White evangelicals see 3rd party as option in Clinton-Giuliani race
The finding, in a survey by the nonpartisan Pew Research Center, was the latest reading of discontent among one of the GOP's cornerstone voting blocs. Giuliani, the leading Republican contender in most national polls, is a former New York mayor whose views on abortion, gays and guns are considered too moderate by many conservatives.
According to the poll, 55 percent of white evangelical Republicans said they would consider a conservative who ran as a third-party candidate. Forty-two percent said they would not.
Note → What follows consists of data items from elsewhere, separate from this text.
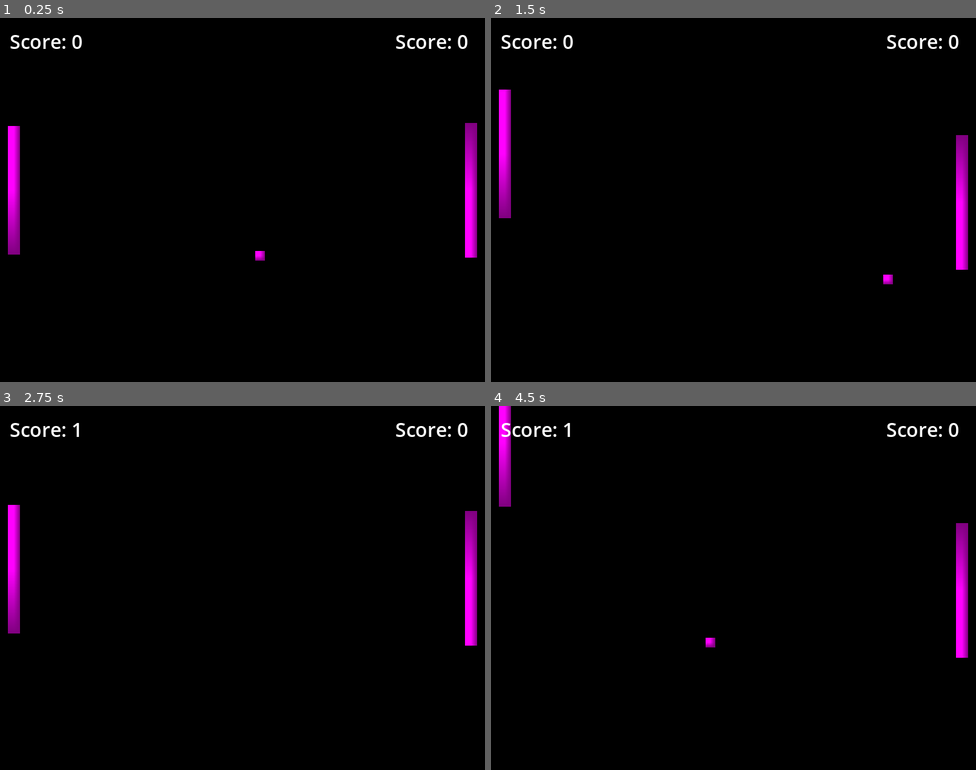
Above: before the commit, frames 1-4 (two rows, left to right).
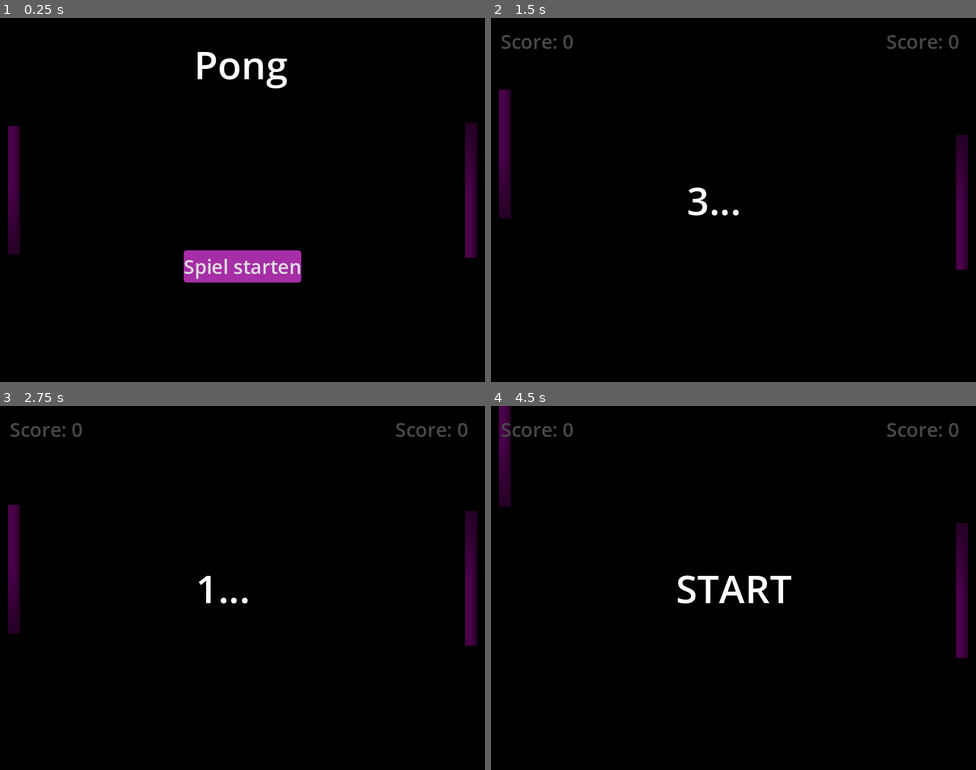
Above: after the commit, the same moments.

Repository: MetalCar/CyberPong
Game: Godot game, scene res://Scenes/Main.tscn
Two runs of this game, one before a commit and one after it. Both use one fixed random seed, a clock stepped at 60 frames per second and the inputs below.
Inputs (mouse positions are in pixels of both pictures, inside the frame that each line leads up to):
- Up to frame 1 (0.25 s): no input
- Up to frame 2 (1.5 s): click (733, 265) at 0.5 s, where only the run after the commit has a clickable "Spiel starten"; tap Enter at 1.25 s; hold W (move_up_p1) from 1.28 s (still down); tap Down (move_down_p2) at 1.35 s
- Up to frame 3 (2.75 s): release W (move_up_p1) at 2.03 s; hold S (move_down_p1) from 2.03 s (still down); tap Up (move_up_p2) at 2.1 s
- Up to frame 4 (4.5 s): release S (move_down_p1) at 2.78 s; hold W (move_up_p1) 2.78-4.28 s; tap Down (move_down_p2) at 2.85, 4.35 s; tap Up (move_up_p2) at 3.6 s; tap Space at 4.25 s; hold S (move_down_p1) from 4.28 s (still down)

The runs differ from the first frame. In frame 1, 5.0% of the frame differs, in the area x 1-99%, y 4-73%; in frame 2, 2.5%; in frame 3, 2.4%; in frame 4, 2.8%.

Commit message:
add ghost trail and try to add an shader for glow

Diff:
--- /dev/null
+++ b/Prefabs/Ball.gdshader
@@ -0,0 +1,19 @@
+shader_type canvas_item;
+
+render_mode blend_add;
+
+uniform vec4 glow_color : source_color = vec4(0.0, 1.0, 1.0, 1.0);
+uniform float glow_strength = 1.5;
+uniform float glow_radius = 2.0;
+uniform float pulse_speed = 1.0;
+
+void fragment() {
+	vec2 uv_centered = UV - vec2(0.5);
+	float dist = length(uv_centered * glow_radius);
+
+	// Glow-Falloff + Pulsieren
+	float glow = (1.0 - smoothstep(0.0, 1.0, dist)) * (0.5 + 0.5 * sin(TIME * pulse_speed));
+
+	vec4 tex_color = texture(TEXTURE, UV);
+	COLOR = tex_color + glow * glow_color * glow_strength;
+}
--- a/Prefabs/Ball.tscn
+++ b/Prefabs/Ball.tscn
@@ -1,24 +1,34 @@
-[gd_scene load_steps=5 format=3 uid="uid://ts4hkqdp7ovg"]
+[gd_scene load_steps=8 format=3 uid="uid://ts4hkqdp7ovg"]
 
 [ext_resource type="Script" uid="uid://vw701gj8ko3s" path="res://Scripts/ball_movement.gd" id="1_f8b65"]
+[ext_resource type="Shader" uid="uid://y04x3esq27bm" path="res://Prefabs/Ball.gdshader" id="2_annej"]
+[ext_resource type="Texture2D" uid="uid://cgwjqr2x0ypr3" path="res://Art/pong-ball.png" id="2_hdy6r"]
+[ext_resource type="PackedScene" uid="uid://ldjsx40esocm" path="res://Prefabs/ghost.tscn" id="3_fnr1w"]
+
+[sub_resource type="ShaderMaterial" id="ShaderMaterial_annej"]
+shader = ExtResource("2_annej")
+shader_parameter/glow_color = Color(0, 1, 1, 1)
+shader_parameter/glow_strength = 1.5
+shader_parameter/glow_radius = 2.0
+shader_parameter/pulse_speed = 1.0
 
 [sub_resource type="PhysicsMaterial" id="PhysicsMaterial_f8b65"]
 friction = 0.0
 bounce = 1.0
 
 [sub_resource type="RectangleShape2D" id="RectangleShape2D_hdy6r"]
-size = Vector2(16, 16)
-
-[sub_resource type="PlaceholderTexture2D" id="PlaceholderTexture2D_annej"]
+size = Vector2(32, 32)
 
 [node name="Ball" type="RigidBody2D"]
+material = SubResource("ShaderMaterial_annej")
 physics_material_override = SubResource("PhysicsMaterial_f8b65")
 gravity_scale = 0.0
 script = ExtResource("1_f8b65")
+ghost_scene = ExtResource("3_fnr1w")
 
 [node name="CollisionShape2D" type="CollisionShape2D" parent="."]
 shape = SubResource("RectangleShape2D_hdy6r")
 
 [node name="Sprite2D" type="Sprite2D" parent="."]
-scale = Vector2(16, 16)
-texture = SubResource("PlaceholderTexture2D_annej")
+position = Vector2(4.76837e-07, 4.76837e-07)
+texture = ExtResource("2_hdy6r")
--- /dev/null
+++ b/Prefabs/ghost.tscn
@@ -0,0 +1,12 @@
+[gd_scene load_steps=4 format=3 uid="uid://ldjsx40esocm"]
+
+[ext_resource type="Texture2D" uid="uid://cgwjqr2x0ypr3" path="res://Art/pong-ball.png" id="1_l7sr0"]
+[ext_resource type="Script" uid="uid://dslk0wt3h5mxw" path="res://Scripts/ghost.gd" id="2_f0cm6"]
+
+[sub_resource type="CanvasItemMaterial" id="CanvasItemMaterial_ilimx"]
+blend_mode = 1
+
+[node name="Ghost" type="Sprite2D"]
+material = SubResource("CanvasItemMaterial_ilimx")
+texture = ExtResource("1_l7sr0")
+script = ExtResource("2_f0cm6")
--- a/Prefabs/hud.gd
+++ b/Prefabs/hud.gd
@@ -5,3 +5,20 @@
 func _on_game_over_popup_start_new_game() -> void:
 	$GameOverPopup.hide()
 	start_new_game.emit()
+
+func _on_button_pressed() -> void:
+	$StartScreen.hide()
+	$ScoreP1.show()
+	$ScoreP2.show()
+	start_new_game.emit()
+
+func update_timer_label(timer):
+	match timer:
+		"3":
+			$TimerScreen/ColorRect/Label.text = "3..."
+		"2":
+			$TimerScreen/ColorRect/Label.text = "2..."
+		"1":
+			$TimerScreen/ColorRect/Label.text = "1..."
+		"0":
+			$TimerScreen/ColorRect/Label.text = "START"
--- a/Prefabs/hud.tscn
+++ b/Prefabs/hud.tscn
@@ -14,6 +14,7 @@
 script = ExtResource("1_g0xie")
 
 [node name="ScoreP1" type="Label" parent="."]
+visible = false
 offset_left = 16.0
 offset_top = 16.0
 offset_right = 77.0
@@ -22,6 +23,7 @@
 text = "Score: 0"
 
 [node name="ScoreP2" type="Label" parent="."]
+visible = false
 anchors_preset = 1
 anchor_left = 1.0
 anchor_right = 1.0
@@ -34,6 +36,7 @@
 text = "Score: 0"
 
 [node name="GameOverPopup" type="Control" parent="."]
+visible = false
 layout_mode = 3
 anchors_preset = 15
 anchor_right = 1.0
@@ -84,5 +87,87 @@
 theme_override_styles/normal = SubResource("StyleBoxFlat_6n2uh")
 text = "Neu starten"
 
+[node name="StartScreen" type="Control" parent="."]
+layout_mode = 3
+anchors_preset = 15
+anchor_right = 1.0
+anchor_bottom = 1.0
+grow_horizontal = 2
+grow_vertical = 2
+
+[node name="ColorRect" type="ColorRect" parent="StartScreen"]
+layout_mode = 1
+anchors_preset = 15
+anchor_right = 1.0
+anchor_bottom = 1.0
+grow_horizontal = 2
+grow_vertical = 2
+color = Color(0, 0, 0, 0.713726)
+
+[node name="Label" type="Label" parent="StartScreen/ColorRect"]
+layout_mode = 1
+anchors_preset = 5
+anchor_left = 0.5
+anchor_right = 0.5
+offset_left = -80.0
+offset_top = 32.0
+offset_right = 75.0
+offset_bottom = 120.0
+grow_horizontal = 2
+theme_override_font_sizes/font_size = 64
+text = "Pong"
+
+[node name="Button" type="Button" parent="StartScreen/ColorRect"]
+layout_mode = 1
+anchors_preset = 8
+anchor_left = 0.5
+anchor_top = 0.5
+anchor_right = 0.5
+anchor_bottom = 0.5
+offset_left = -96.0
+offset_top = 82.5
+offset_right = 96.0
+offset_bottom = 135.5
+grow_horizontal = 2
+grow_vertical = 2
+theme_override_font_sizes/font_size = 32
+theme_override_styles/normal = SubResource("StyleBoxFlat_6n2uh")
+text = "Spiel starten"
+
+[node name="TimerScreen" type="Control" parent="."]
+visible = false
+layout_mode = 3
+anchors_preset = 15
+anchor_right = 1.0
+anchor_bottom = 1.0
+grow_horizontal = 2
+grow_vertical = 2
+
+[node name="ColorRect" type="ColorRect" parent="TimerScreen"]
+layout_mode = 1
+anchors_preset = 15
+anchor_right = 1.0
+anchor_bottom = 1.0
+grow_horizontal = 2
+grow_vertical = 2
+color = Color(0, 0, 0, 0.713726)
+
+[node name="Label" type="Label" parent="TimerScreen/ColorRect"]
+layout_mode = 1
+anchors_preset = 8
+anchor_left = 0.5
+anchor_top = 0.5
+anchor_right = 0.5
+anchor_bottom = 0.5
+offset_left = -77.5
+offset_top = -44.0
+offset_right = 77.5
+offset_bottom = 44.0
+grow_horizontal = 2
+grow_vertical = 2
+theme_override_font_sizes/font_size = 64
+text = "3..."
+
 [connection signal="start_new_game" from="GameOverPopup" to="." method="_on_game_over_popup_start_new_game"]
 [connection signal="pressed" from="GameOverPopup/ColorRect/Button" to="GameOverPopup" method="_on_button_pressed"]
+[connection signal="pressed" from="StartScreen/ColorRect/Button" to="." method="_on_button_pressed"]
--- a/Scripts/Main.gd
+++ b/Scripts/Main.gd
@@ -13,15 +13,14 @@
 	var screen_width = get_viewport_rect().size.x
 
 	create_walls(screen_width, screen_height)
+	create_out_of_bounds()
 
-	create_ball(screen_width, screen_height)
-
+func create_out_of_bounds():
 	var out_left = $OutOfBoundLeft
 	var out_right = $OutOfBoundRight
 
 	out_left.connect("body_entered", Callable(self, "_on_out_of_bounds_body_entered").bind("OutOfBoundLeft"))
 	out_right.connect("body_entered", Callable(self, "_on_out_of_bounds_body_entered").bind("OutOfBoundRight"))
-
 
 func _on_out_of_bounds_body_entered(body: Node, zone_name: String) -> void:
 	if body.name != "Ball":
@@ -36,7 +35,8 @@
 
 	if score_p1 >= 5 or score_p2 >= 5:
 		hud.get_child(2).show()
-		hud.get_child(2).get_child(0).get_child(0).text = "Spieler %s hat gewonnen!" % "P1" if score_p1 >= 5 else "P2"
+		var playerName = "P1" if score_p1 >= 5 else "P2"
+		hud.get_child(2).get_child(0).get_child(0).text = "Spieler %s hat gewonnen!" % playerName
 	else:
 		$BallResetTimer.start()
 
@@ -75,10 +75,17 @@
 	$BallResetTimer.stop()
 
 func _on_hud_start_new_game() -> void:
+	hud.get_node("TimerScreen").show()
+	for time in [3, 2, 1, 0]:
+		hud.update_timer_label(str(time))
+		await get_tree().create_timer(1).timeout
+	hud.get_node("TimerScreen").hide()
+	start_new_game()
+
+func start_new_game() -> void:
 	var screen_height = get_viewport_rect().size.y
 	var screen_width = get_viewport_rect().size.x
 	score_p1 = 0
 	score_p2 = 0
 	update_score()
-	$BallResetTimer.start()
 	create_ball(screen_width, screen_height)
--- a/Scripts/ball_movement.gd
+++ b/Scripts/ball_movement.gd
@@ -5,6 +5,10 @@
 @export var initialBallVelocity = 200
 @export var ballVelocityPerBounce = 20
 
+@export var ghost_scene: PackedScene
+@export var ghost_interval: float = 0.05
+
+var _ghost_timer = 0.0
 var ballVelocity = initialBallVelocity
 
 func _ready() -> void:
@@ -12,6 +16,19 @@
 	max_contacts_reported = 5
 	connect("body_entered", Callable(self, "_on_body_entered"))
 	start_ball()
+
+func _process(delta):
+	_ghost_timer -= delta
+	if _ghost_timer <= 0:
+		spawn_ghost()
+		_ghost_timer = ghost_interval
+
+func spawn_ghost():
+	var ghost = ghost_scene.instantiate()
+	ghost.global_position = global_position
+	ghost.rotation = rotation
+	ghost.scale = scale
+	get_parent().add_child(ghost)
 
 func start_ball():
 	var angle = randf_range(-0.25, 0.25)
--- /dev/null
+++ b/Scripts/ghost.gd
@@ -0,0 +1,8 @@
+extends Sprite2D
+
+@export var fade_speed: float = 2.0
+
+func _process(delta):
+	modulate.a -= fade_speed * delta
+	if modulate.a <= 0:
+		queue_free()
--- a/project.godot
+++ b/project.godot
@@ -29,6 +29,7 @@
 [file_customization]
 
 folder_colors={
+"res://Art/": "blue",
 "res://Prefabs/": "yellow",
 "res://Scenes/": "purple",
 "res://Scripts/": "green",
Binary file added: Art/pong-ball.png
Not shown, added: Art/pong-ball.png.import
Not shown, added: Prefabs/Ball.gdshader.uid
Not shown, added: Scripts/ghost.gd.uid
Not shown, added: Art/pong_ball.piskel
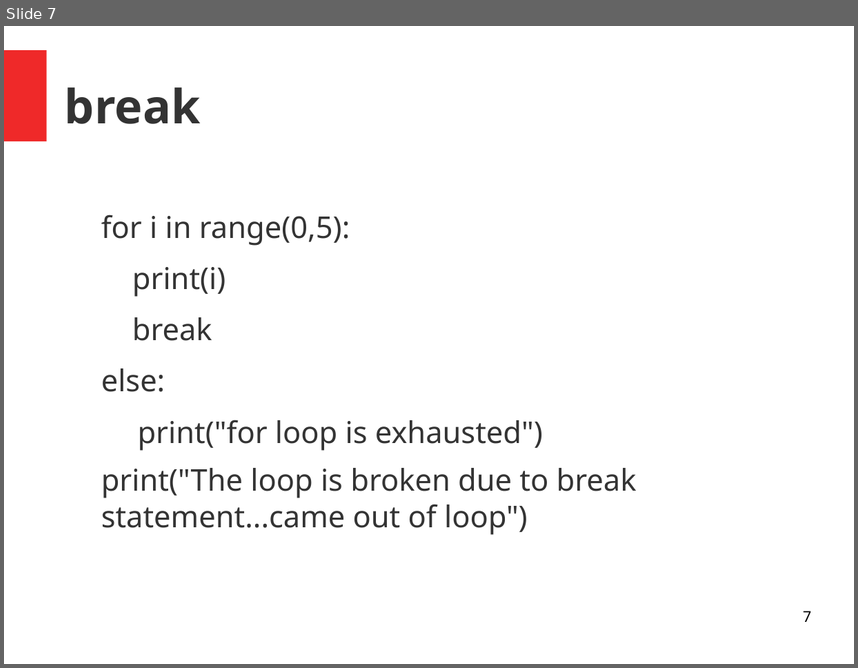
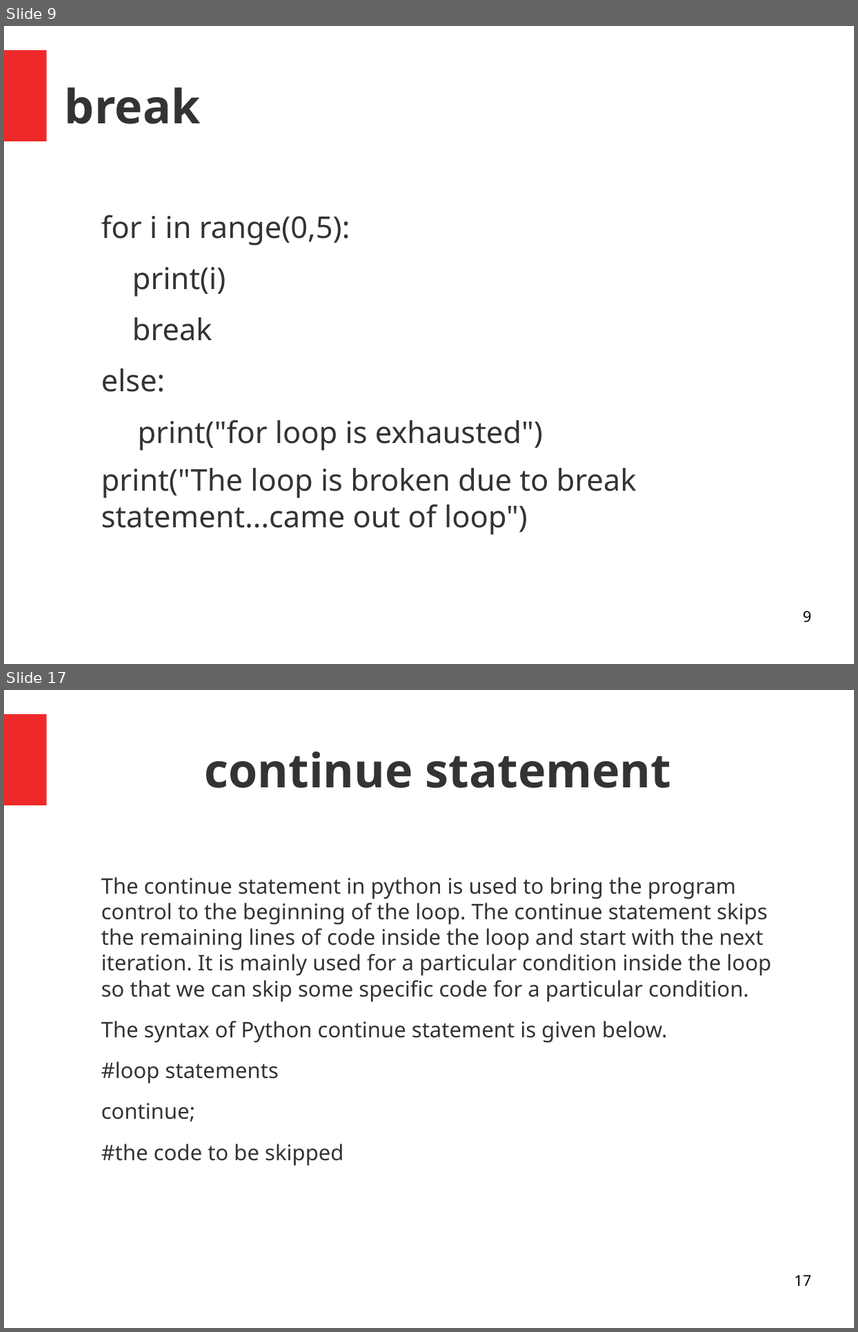
Before and after one commit to ApoorvaJu08/Python-khatmandu, a slide deck: Teaching/loops.odp. Shown one above the other, each under a label of ours: slide 7 before the commit, slides 9 and 17 after it; the slides between them are not shown. The pictures are 858x668 and 858x1332 pixels, drawn with LibreOffice and Linux fonts; fonts in the diff are those of the drawing. Boxes give left, top, right and bottom in pixels: in the first picture for what was removed or moved away, otherwise in the second. Text is boxed around its words. In the diff, an @@ line names an element or a change of style, - is before the commit and + after.

```diff
--- a/Teaching/loops.odp
+++ b/Teaching/loops.odp
@@ slide 17 added at <box>4,690,854,1328</box>, background #FFFFFF; not listed: 1 template element that a slide beside it also shows @@
@@ title added at <box>204,751,672,788</box>, 44 pt, text #333333, bold @@
+continue statement
@@ text added at <box>101,877,771,1165</box>, 20 pt, text #333333 @@
+The continue statement in python is used to bring the program control to the beginning of the loop. The continue statement skips the remaining lines of code inside the loop and start with the next iteration. It is mainly used for a particular condition inside the loop so that we can skip some specific code for a particular condition.
+The syntax of Python continue statement is given below.
+#loop statements
+continue;
+#the code to be skipped
@@ page number added at <box>794,1274,811,1285</box>, 14 pt, text #000000 @@
+17
@@ what was slide 7 is now slide 9 @@
@@ page number at <box>803,610,811,622</box>: text changed @@
-7
+9
```
Also in this commit, not shown: 11 other slides added.

Evangelicals comprise 34 percent of GOP and Republican-leaning voters, according to Pew. They are divided about evenly among Giuliani, Fred Thompson and Sen. John McCain of Arizona.
It is unclear whether a third-party bid would be launched should Giuliani become the GOP nominee. Several dozen conservative Christian leaders met privately in September to discuss that possibility, but top evangelicals said they have reached no consensus.
Overall, 50 percent of Americans identified themselves as Democrats or leaning toward Democrats, compared to 36 percent who consider themselves Republicans or GOP leaners, Pew found. That is the largest gap in almost 20 years of Pew surveys, and a big change since 2002, when the two parties were even at 43 percent each.
Clinton, the senator from New York, leads Democratic contenders in national polls.
The poll involved telephone interviews with 2,007 people conducted from Oct. 17-23. It had a margin of sampling error of plus or minus 2.5 percentage points. That included 648 Republicans and GOP-leaners, for whom the margin of sampling error was plus or minus 4.5 points.